This thread reminded me of a question I’ve wondered about for a while - using contemporary cryptographic methods and state-of-the-art hardware (and with an “infinite” supply of encoded messages to study), how long would it take to crack ‘Enigma’?

Your standard Enigma machine had three rotors with 26 positions each, which means a total keyspace of 26[sup]3[/sup] = 17,576 possible keys. The “bombe” machines used at Bletchley Park performed a simple brute-force attack, trying every possible key and saving the ones that produced results that looked like German.

To a modern computer, 17,576 keys is nothing. I’m not too familiar with the Enigma cipher, but I imagine you could test all the keys on a short message in less than ten seconds.

Actually upon further research it appears I was incorrect. The attack was not strictly brute-force - the cryptanalysts would provide candidate plaintext and see if any of the keys produced results that might match.

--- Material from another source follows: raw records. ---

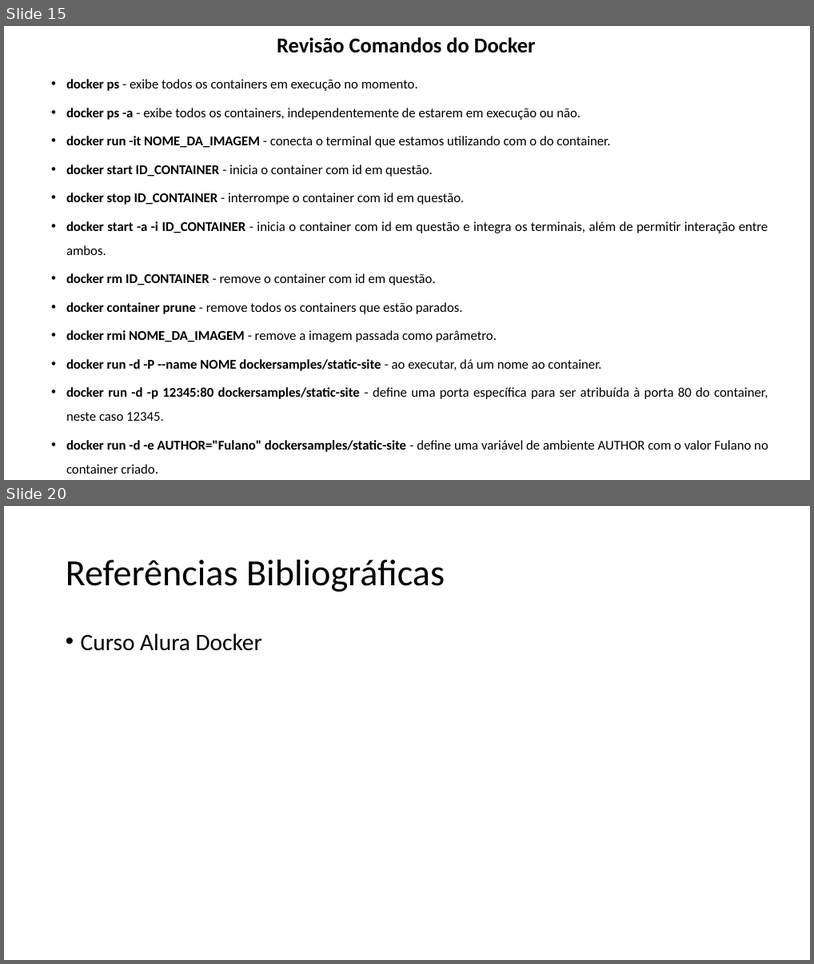
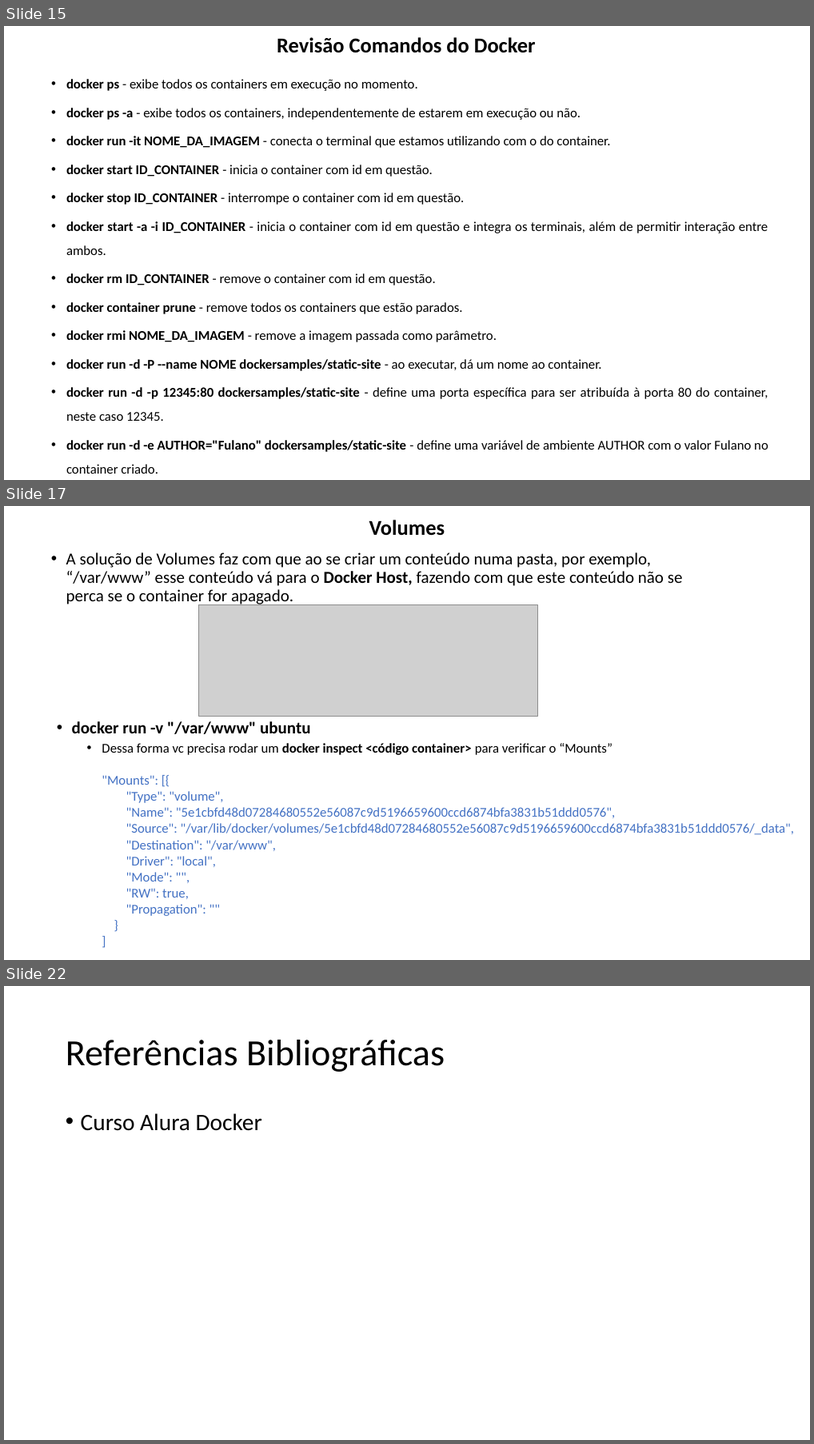
Before and after one commit to lacsousa/learning-docker, a slide deck: docs/docker-resumo.pptx. Shown one above the other, each under a label of ours: slides 15 and 20 before the commit, slides 15, 17 and 22 after it; the slides between them are not shown. The pictures are 814x964 and 814x1444 pixels, drawn with LibreOffice and Linux fonts; fonts in the diff are those of the drawing; grey boxes stand for pictures. Boxes give left, top, right and bottom in pixels: in the first picture for what was removed or moved away, otherwise in the second. Text is boxed around its words. In the diff, an @@ line names an element or a change of style, - is before the commit and + after.

Commit message:
Adicionando conceitos de Volumes

```diff
--- a/docs/docker-resumo.pptx
+++ b/docs/docker-resumo.pptx
@@ slide 17 added at <box>4,506,810,960</box>, background #FFFFFF @@
@@ title added at <box>370,520,446,536</box>, 25.2 pt, text #000000, bold @@
+Volumes
@@ text added at <box>66,552,683,606</box>, 20 pt, text #000000 @@
+• A solução de Volumes faz com que ao se criar um conteúdo numa pasta, por exemplo, “/var/www” esse conteúdo vá para o Docker Host, fazendo com que este conteúdo não se perca se o container for apagado.
@@ picture added at <box>198,605,538,716</box> @@
@@ text added at <box>72,721,613,755</box>, 16 pt, text #000000, bold @@
+• docker run -v "/var/www" ubuntu
+  • Dessa forma vc precisa rodar um docker inspect <código container> para verificar o “Mounts”
@@ text added at <box>102,775,794,916</box>, 16 pt, text #4472C4 @@
+"Mounts": [{
+"Type": "volume",
+"Name": "5e1cbfd48d07284680552e56087c9d5196659600ccd6874bfa3831b51ddd0576",
+"Source": "/var/lib/docker/volumes/5e1cbfd48d07284680552e56087c9d5196659600ccd6874bfa3831b51ddd0576/_data",
+"Destination": "/var/www",
+"Driver": "local",
+"Mode": "",
+"RW": true,
+"Propagation": ""
+}
+]
@@ what was slide 20 is now slide 22 @@
```
Also in this commit, not shown: 2 other slides added, 1 slide removed.

There are different levels of difficulty possible, depending on what sort of breaking (and what sort of Enigma machine) you have in mind. For every keystroke an Enigma machine sends a signal through a plugboard (implementing some number of character transpositions); then through some number of rotors (typically 3, but more in some cases), each of which implements an arbitrary permutation; then through a reflector, which implements a transposition of character pairs; and then backwards through the rotors and the plugboard. The rotor position is then adjusted in some way (originally in a way something like counting in base 26; some later machines had multiple carry notches) so that the next permutation will be different.

Each rotor implements one of 26! permutations (not even considering the carry notches). This is large enough to be out of reach of rapid brute-force search, even for a single rotor and considering specialized hardware. So brute-force search over the whole keyspace is infeasible. However, I believe that with more intelligent techniques this is still considered solvable.

But if you (like the Bletchley Park cryptanalysts–thank you, Poland!) have access to an Enigma machine, so that you know the permutations implemented by the rotors and reflector, you’ve vastly reduced the keyspace. What’s left is the choice of rotors and reflector (a fairly small number, for any number of rotors that would be reasonable for a portable hard-wired electric machine), the initial rotor positions (the settings **friedo** mentions), and the plugboard (“Stecker”) settings. This last factor is still quite large (~10[sup]14[/sup]) and not amenable to brute-force search on a general-purpose machine, though it would be possible on specialized hardware.

However, the Stecker permutation is constant over a message, so if messages (with the same Stecker settings) are sufficiently low-entropy, probable settings for the rotors can be guessed without knowing the Stecker settings. Then more intelligent techniques (much like a cryptogram) can be used to figure out the Stecker settings. This is quite feasible on a modern PC.

Here’s a previous thread on the exact same topic. Some good responses.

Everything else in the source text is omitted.